20 diciembre, 2022

La democracia bajo asedio


Al final, estallaron las movilizaciones. No las que reclamaban la renuncia de Pedro Castillo por las denuncias de corrupción, sino las del interior del país que exigían su liberación, la renuncia de la presidenta Dina Boluarte, el adelanto de elecciones generales y nueva asamblea constituyente.

 

El alto grado de violencia y destrucción de estos estallidos, los ataques a objetivos estratégicos precisos en diversos puntos del país y los mensajes instigadores de políticos extremistas denotan un bien montado plan para socavar el orden público, mezclado con espontáneas y legítimas manifestaciones de protesta. 

 

Las turbas atacaron aeropuertos e incendiaron locales del Ministerio Público, Poder Judicial, comisarías; e irrumpieron en empresas privadas como Danper y Laive, en Arequipa; asaltaron la planta de gas en Kepashiato, la central hidroeléctrica del Mantaro; apedrearon tiendas, comercios; quemaron garitas de peaje, buses y autos particulares; interrumpieron la red vial nacional; generaron disturbios y saqueos.  

 

No es la manera como se reclama en una democracia. Es más bien una forma de asonada contragolpista de grupos que no creen en el sistema democrático en contubernio con guetos financiados por una economía ilegal que viven de la informalidad, la ilegalidad, la corrupción, el narcotráfico, el crimen organizado y el sicariato. 

 

Estos grupos radicales son los que ponen hoy la democracia bajo asedio, a quienes el Estado debe identificar y diferenciar de quienes legítimamente salen a protestar exigiendo nuevas elecciones generales.
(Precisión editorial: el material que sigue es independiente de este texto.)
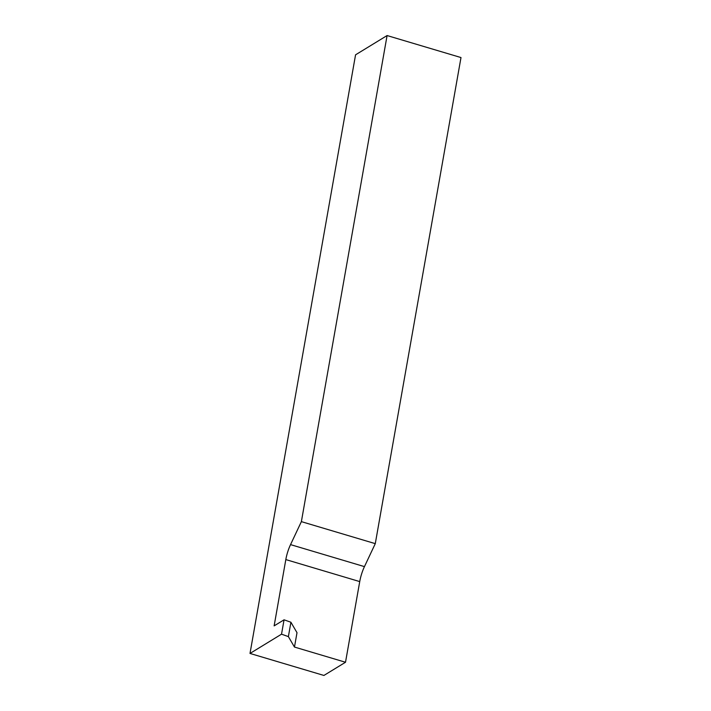 <?xml version="1.0" encoding="UTF-8"?>
<svg xmlns="http://www.w3.org/2000/svg" width="711" height="711" viewBox="0 0 711 711"><rect width="100%" height="100%" fill="white"/><g stroke="black" fill="none" stroke-linecap="round" stroke-linejoin="round"><path stroke-width="1.07" d="M250.005 653.445L323.914 675.45L345.51 662.252L294.47 647.054L288.382 636.612L281.529 634.176L250.005 653.445L355.562 54.818L387.086 35.55L301.375 521.634L290.541 544.617L364.45 566.623L375.284 543.648L301.375 521.634M294.47 647.054L297.002 632.692L290.915 622.249L284.062 619.814L274.135 625.876L285.822 559.584A20.521 6.612 106.6 0 1 290.541 544.617M284.062 619.814L281.529 634.176M290.915 622.249L288.382 636.612M375.284 543.648L460.995 57.555L387.086 35.55M345.51 662.252L359.73 581.589L285.822 559.584M364.45 566.623A20.521 6.612 -73.4 0 0 359.73 581.589"/></g></svg>

No es lo mismo pedir el cierre del Congreso que disparar un arma hechiza contra un policía o soldado.

 

Hasta el momento se cuentan veinticinco víctimas civiles por enfrentamientos con las Fuerzas del Orden. Es lamentable y doloroso conocer este saldo luctuoso. El uso de la fuerza debe ser proporcional. Y cualquier exceso debe ser investigado y castigado. 

 

El Estado es el propietario del uso legítimo de la fuerza. Nosotros, los civiles, le entregamos esa responsabilidad cuando decidimos vivir en sociedad y dejamos de usar la violencia para resolver nuestras diferencias entre individuos. 

 

Cuando grupos violentos rebasan el poder de la policía nacional, cuando se bloquean carreteras, aeropuertos y se atenta contra la propiedad pública y privada paralizando las actividades económicas, conculcando derechos civiles y sociales, el Estado debe recurrir al uso extremo y legal de su fuerza. Y esta, en estado de emergencia, como sabemos, la ejercen las Fuerzas Armadas.

 

Por supuesto que se condenan los excesos. Ningún soldado en democracia debe apuntar sus armas contra sus ciudadanos. Pero tampoco los ciudadanos pueden irrumpir de manera violenta contra el orden y tranquilidad pública, e imponer su poder a costa del terror. 

 

No se puede tomar un aeropuerto, dañar sus instalaciones y pretender que la democracia no actúe en defensa inmediata de la gran mayoría de ciudadanos afectados por esa conducta criminal. Para eso existe la fuerza pública. Si la democracia es puesta bajo asedio, debe defenderse.